Since November 2021 – a period of just 18 months – she said homeowners with fairly modest R2 million bonds have been “slammed” with increases of more than R6,000.

“We’re getting deeper and deeper in the weeds while the government’s idea of problem-solving is finger-pointing at everyone else. The private sector is doing its best, but we can’t do it without a functional national administration,” she said.

The 0.5% hike will put greater pressure on the property market that’s unlikely to ease for the remainder of the year, Geffen added.

David Jacobs, regional sales manager for the Rawson Property Group, agreed: “South Africans are battling rising costs on every front, from food to fuel to home finance.

“After the last rate hike, we were optimistic that we’d finally seen the peak of the current interest rate cycle.”

This, however, was not to be, and now some homeowners may see their monthly bond repayments “tip over the edge of affordability”.

“Established homeowners who are a fair way into their loan term will hopefully have a little more financial wiggle room, with several years of income growth behind them. More recent buyers, on the other hand – particularly those who purchased at the peak of their affordability during Covid’s record-low interest rates – have not had the benefit of time to grow into their bond repayments,” said Jacobs.

Interest rate hikes were therefore hitting these new homeowners the hardest, forcing some to reconsider the viability of their investments. And although selling their homes is not the only option, he said the reality was that distressed sales were increasing.

Echoing this, Adrian Goslett, regional director and chief executive of RE/MAX of Southern Africa, said the latest hike might push many consumers beyond what they can afford.

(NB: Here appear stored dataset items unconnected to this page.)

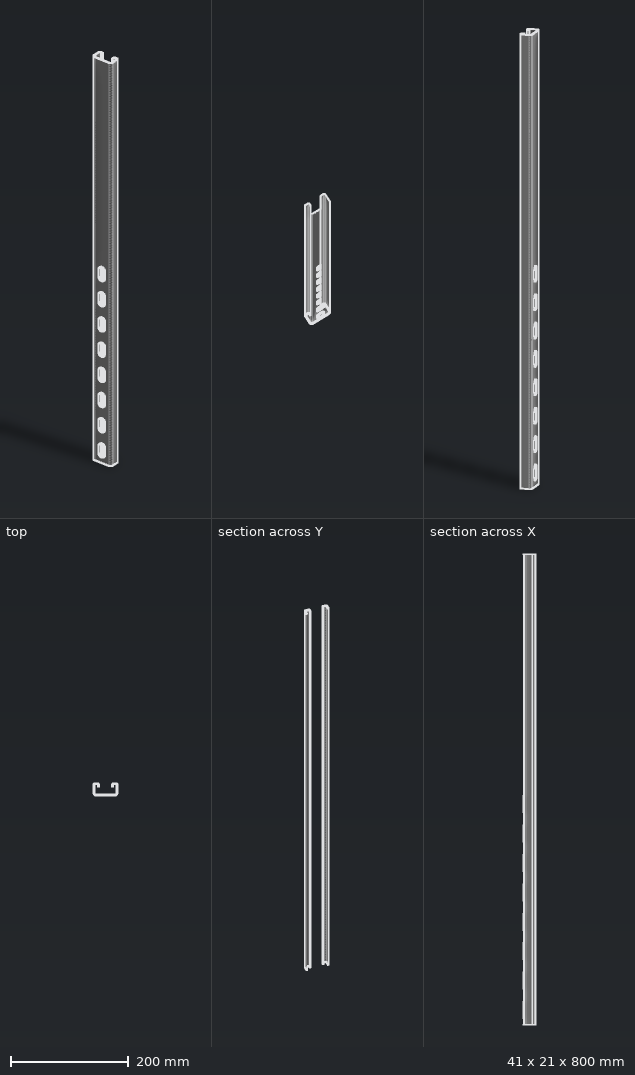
import cadquery as cq

width = 41.0
depth = 21.0
length = 800.0

thickness = 2.0
web_bend_radius = 4.5
lip_bend_radius = 2.5
opening = 22.0
lip_depth = 6.0

slot_length = 28.0
slot_width = 14.0
slot_pitch = 50.0
slot_count = 8

side_x = width / 2
side_inner_x = side_x - thickness
lip_x = opening / 2
lip_outer_x = lip_x + thickness
web_inner_y = thickness
top_inner_y = depth - thickness
lip_end_y = depth - lip_depth


def sharp_channel():
    """Channel with square bends: half the section, mirrored about the middle."""
    half = (
        cq.Workplane("XY")
        .polyline([
            (0, 0),
            (side_x, 0),
            (side_x, depth),
            (lip_x, depth),
            (lip_x, lip_end_y),
            (lip_outer_x, lip_end_y),
            (lip_outer_x, top_inner_y),
            (side_inner_x, top_inner_y),
            (side_inner_x, web_inner_y),
            (0, web_inner_y),
        ])
        .close()
        .extrude(length)
    )
    return half.union(half.mirror("YZ"))


def round_edges(body, x, y, radius):
    """Round the lengthwise edge at section corner (x, y) and its mirror image."""
    for mirrored_x in (-x, x):
        corner = cq.NearestToPointSelector((mirrored_x, y, length / 2))
        body = body.edges("|Z").edges(corner).fillet(radius)
    return body


def round_bend(body, outside_corner, inside_corner, outside_radius):
    """Round both faces of a bend about one axis, so the sheet keeps its thickness."""
    body = round_edges(body, *outside_corner, outside_radius)
    return round_edges(body, *inside_corner, outside_radius - thickness)


def slot_cutters():
    """Upright slots through the web, spaced along its middle."""
    first_center = slot_pitch / 2
    centers = [(0, first_center + index * slot_pitch) for index in range(slot_count)]
    return (
        cq.Workplane("XZ")
        .pushPoints(centers)
        .slot2D(slot_length, slot_width, 90)
        .extrude(-thickness)
    )


channel = sharp_channel()
channel = round_bend(channel, (side_x, 0), (side_inner_x, web_inner_y), web_bend_radius)
channel = round_bend(channel, (side_x, depth), (side_inner_x, top_inner_y), lip_bend_radius)
channel = round_bend(channel, (lip_x, depth), (lip_outer_x, top_inner_y), lip_bend_radius)
result = channel.cut(slot_cutters())

“We have already noticed the shift in the property market where we are receiving more enquiries from sellers and less interest from buyers. Every interest rate hike reduces consumers’ spending power and their affordability levels get placed under further pressure. A hike like this is likely to cause activity within the property market to tighten even further.”

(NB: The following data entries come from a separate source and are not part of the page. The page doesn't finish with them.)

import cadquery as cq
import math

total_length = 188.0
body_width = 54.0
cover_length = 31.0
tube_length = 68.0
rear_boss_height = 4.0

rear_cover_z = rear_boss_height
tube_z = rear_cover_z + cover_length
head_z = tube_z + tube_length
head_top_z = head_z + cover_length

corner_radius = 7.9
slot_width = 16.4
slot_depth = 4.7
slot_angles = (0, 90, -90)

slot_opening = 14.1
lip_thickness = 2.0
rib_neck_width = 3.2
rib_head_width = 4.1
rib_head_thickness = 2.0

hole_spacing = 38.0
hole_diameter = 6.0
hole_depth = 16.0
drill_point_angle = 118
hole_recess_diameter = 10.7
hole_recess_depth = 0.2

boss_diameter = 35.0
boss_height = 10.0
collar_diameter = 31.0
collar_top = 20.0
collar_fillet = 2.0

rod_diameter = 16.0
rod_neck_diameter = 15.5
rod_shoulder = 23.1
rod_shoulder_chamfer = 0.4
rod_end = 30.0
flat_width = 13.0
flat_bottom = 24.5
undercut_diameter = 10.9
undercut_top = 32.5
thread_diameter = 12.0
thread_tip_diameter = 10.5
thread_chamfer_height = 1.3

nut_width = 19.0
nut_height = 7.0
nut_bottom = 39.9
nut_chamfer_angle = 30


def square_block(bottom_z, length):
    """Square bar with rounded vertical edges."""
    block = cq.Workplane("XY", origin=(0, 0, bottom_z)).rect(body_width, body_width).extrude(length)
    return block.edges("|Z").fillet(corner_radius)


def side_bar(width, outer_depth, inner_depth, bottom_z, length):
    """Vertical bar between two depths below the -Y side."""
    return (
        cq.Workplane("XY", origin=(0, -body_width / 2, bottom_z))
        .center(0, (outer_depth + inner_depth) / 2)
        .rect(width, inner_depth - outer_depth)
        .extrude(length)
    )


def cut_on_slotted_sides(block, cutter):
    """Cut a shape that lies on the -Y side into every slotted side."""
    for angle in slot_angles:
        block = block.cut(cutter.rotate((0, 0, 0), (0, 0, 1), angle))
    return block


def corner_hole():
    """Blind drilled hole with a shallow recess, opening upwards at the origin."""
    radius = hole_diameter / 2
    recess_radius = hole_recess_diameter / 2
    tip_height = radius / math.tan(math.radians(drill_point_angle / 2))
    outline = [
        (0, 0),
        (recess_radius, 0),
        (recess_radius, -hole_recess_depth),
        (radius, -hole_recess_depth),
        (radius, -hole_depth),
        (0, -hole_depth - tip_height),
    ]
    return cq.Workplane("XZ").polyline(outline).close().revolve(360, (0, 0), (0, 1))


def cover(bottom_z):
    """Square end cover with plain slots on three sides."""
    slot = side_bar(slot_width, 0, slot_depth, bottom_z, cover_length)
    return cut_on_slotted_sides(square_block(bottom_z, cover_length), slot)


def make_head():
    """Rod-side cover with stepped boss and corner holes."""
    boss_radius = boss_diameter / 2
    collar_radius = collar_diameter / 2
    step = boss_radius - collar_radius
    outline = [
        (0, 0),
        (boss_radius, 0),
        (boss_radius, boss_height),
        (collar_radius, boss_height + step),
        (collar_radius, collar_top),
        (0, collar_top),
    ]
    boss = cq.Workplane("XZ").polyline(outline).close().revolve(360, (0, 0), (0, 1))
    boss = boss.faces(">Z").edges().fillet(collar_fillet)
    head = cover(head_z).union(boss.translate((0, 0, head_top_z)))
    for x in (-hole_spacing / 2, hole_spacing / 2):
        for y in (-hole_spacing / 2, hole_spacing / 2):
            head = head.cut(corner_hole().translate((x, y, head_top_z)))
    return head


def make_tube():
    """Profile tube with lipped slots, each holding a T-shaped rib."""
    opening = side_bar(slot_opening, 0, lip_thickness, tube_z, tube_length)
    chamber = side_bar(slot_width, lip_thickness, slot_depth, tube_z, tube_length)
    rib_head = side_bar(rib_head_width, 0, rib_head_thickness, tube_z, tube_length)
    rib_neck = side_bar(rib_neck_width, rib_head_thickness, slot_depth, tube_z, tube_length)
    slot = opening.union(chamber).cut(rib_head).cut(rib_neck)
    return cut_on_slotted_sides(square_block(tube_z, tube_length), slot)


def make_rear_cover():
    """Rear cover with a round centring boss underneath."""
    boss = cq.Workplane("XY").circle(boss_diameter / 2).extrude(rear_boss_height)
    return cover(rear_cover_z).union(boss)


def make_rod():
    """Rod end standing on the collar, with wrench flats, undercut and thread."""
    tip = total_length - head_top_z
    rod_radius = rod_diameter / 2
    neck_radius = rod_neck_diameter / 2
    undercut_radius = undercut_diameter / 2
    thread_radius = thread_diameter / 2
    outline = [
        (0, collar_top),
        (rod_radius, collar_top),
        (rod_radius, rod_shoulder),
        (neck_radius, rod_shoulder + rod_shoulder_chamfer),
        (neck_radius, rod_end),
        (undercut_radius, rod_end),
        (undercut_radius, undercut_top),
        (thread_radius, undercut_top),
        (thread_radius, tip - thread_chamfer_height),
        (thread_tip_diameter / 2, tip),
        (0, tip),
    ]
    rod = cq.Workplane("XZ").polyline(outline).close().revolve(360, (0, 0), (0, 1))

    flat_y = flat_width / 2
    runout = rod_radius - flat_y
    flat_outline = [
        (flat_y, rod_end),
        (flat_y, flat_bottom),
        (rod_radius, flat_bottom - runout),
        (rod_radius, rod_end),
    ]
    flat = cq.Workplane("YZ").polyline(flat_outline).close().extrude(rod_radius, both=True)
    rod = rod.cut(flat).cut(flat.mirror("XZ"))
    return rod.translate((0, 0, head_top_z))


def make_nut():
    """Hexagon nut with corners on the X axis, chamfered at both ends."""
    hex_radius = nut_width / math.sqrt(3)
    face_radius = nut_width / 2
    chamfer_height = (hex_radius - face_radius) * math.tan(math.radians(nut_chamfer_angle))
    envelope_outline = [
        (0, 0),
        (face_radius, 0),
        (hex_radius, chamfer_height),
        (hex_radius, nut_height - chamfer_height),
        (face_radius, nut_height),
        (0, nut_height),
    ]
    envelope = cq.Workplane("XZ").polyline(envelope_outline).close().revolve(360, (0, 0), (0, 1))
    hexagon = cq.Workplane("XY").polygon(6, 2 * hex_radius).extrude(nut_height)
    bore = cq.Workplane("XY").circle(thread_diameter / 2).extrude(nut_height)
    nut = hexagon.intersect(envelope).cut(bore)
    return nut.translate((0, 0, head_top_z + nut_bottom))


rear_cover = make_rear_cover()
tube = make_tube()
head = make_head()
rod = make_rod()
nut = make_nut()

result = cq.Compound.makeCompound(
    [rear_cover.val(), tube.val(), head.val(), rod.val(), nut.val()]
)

While South Africa had weathered “far higher” interest rates in the past, Andrew Golding, chief executive of the Pam Golding Property group, said the higher interest rate would undoubtedly provide a challenge for the many first-time buyers who capitalised on the low rates during the pandemic to gain a foothold in the property market.

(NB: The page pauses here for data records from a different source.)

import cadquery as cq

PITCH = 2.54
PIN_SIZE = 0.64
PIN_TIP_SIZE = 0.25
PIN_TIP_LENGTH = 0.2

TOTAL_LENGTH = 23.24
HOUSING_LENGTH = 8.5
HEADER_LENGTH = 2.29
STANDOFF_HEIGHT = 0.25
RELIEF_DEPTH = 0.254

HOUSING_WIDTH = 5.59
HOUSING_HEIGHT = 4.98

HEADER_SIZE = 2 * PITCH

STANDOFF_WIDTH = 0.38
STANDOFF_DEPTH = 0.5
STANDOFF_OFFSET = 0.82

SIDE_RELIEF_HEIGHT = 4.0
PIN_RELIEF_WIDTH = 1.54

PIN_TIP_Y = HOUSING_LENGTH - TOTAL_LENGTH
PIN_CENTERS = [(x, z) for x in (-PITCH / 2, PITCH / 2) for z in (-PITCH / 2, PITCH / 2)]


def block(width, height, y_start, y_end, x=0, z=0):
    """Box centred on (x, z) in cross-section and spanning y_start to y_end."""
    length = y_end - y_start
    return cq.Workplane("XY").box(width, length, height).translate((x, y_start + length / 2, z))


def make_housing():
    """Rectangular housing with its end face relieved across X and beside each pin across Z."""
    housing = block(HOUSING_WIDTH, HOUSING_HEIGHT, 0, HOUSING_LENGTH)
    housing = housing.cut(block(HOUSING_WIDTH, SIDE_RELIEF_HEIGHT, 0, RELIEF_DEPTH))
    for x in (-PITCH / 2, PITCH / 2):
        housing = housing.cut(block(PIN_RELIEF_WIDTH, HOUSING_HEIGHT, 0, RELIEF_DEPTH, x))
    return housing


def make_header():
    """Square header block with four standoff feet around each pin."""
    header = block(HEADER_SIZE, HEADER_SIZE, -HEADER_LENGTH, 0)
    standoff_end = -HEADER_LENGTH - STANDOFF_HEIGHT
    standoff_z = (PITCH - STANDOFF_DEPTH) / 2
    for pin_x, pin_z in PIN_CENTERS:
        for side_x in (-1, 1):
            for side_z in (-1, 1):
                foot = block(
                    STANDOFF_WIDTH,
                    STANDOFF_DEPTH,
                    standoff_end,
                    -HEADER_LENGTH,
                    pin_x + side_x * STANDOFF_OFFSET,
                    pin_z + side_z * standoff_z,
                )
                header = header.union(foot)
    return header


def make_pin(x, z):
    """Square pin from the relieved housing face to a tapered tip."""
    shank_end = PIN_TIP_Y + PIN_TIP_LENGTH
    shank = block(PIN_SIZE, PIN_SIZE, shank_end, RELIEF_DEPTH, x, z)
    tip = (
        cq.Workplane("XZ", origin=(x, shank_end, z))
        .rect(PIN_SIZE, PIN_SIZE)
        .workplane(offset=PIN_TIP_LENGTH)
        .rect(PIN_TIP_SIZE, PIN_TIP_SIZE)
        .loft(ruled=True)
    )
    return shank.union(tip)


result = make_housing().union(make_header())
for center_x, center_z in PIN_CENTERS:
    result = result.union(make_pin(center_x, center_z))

Against the backdrop of the current lacklustre economic outlook for South Africa, with load shedding, in particular, weighing on growth prospects, the property market is facing “significant headwinds”.

But all is not doom and gloom, said Tyson Properties chief executive Nick Pearson, who predicted that there would not be any panic selling of homes.

“People still have some room to make adjustments and banks have been consistent in their willingness to assist customers to ride out economic storms over the past couple of years.”

He did, however, acknowledge that consumers and potential home-buyers were under “immense pressure” as their household disposable incomes seemed to shrink almost monthly.

The repo rate now stands at 8.25% and the prime lending rate 11.75%.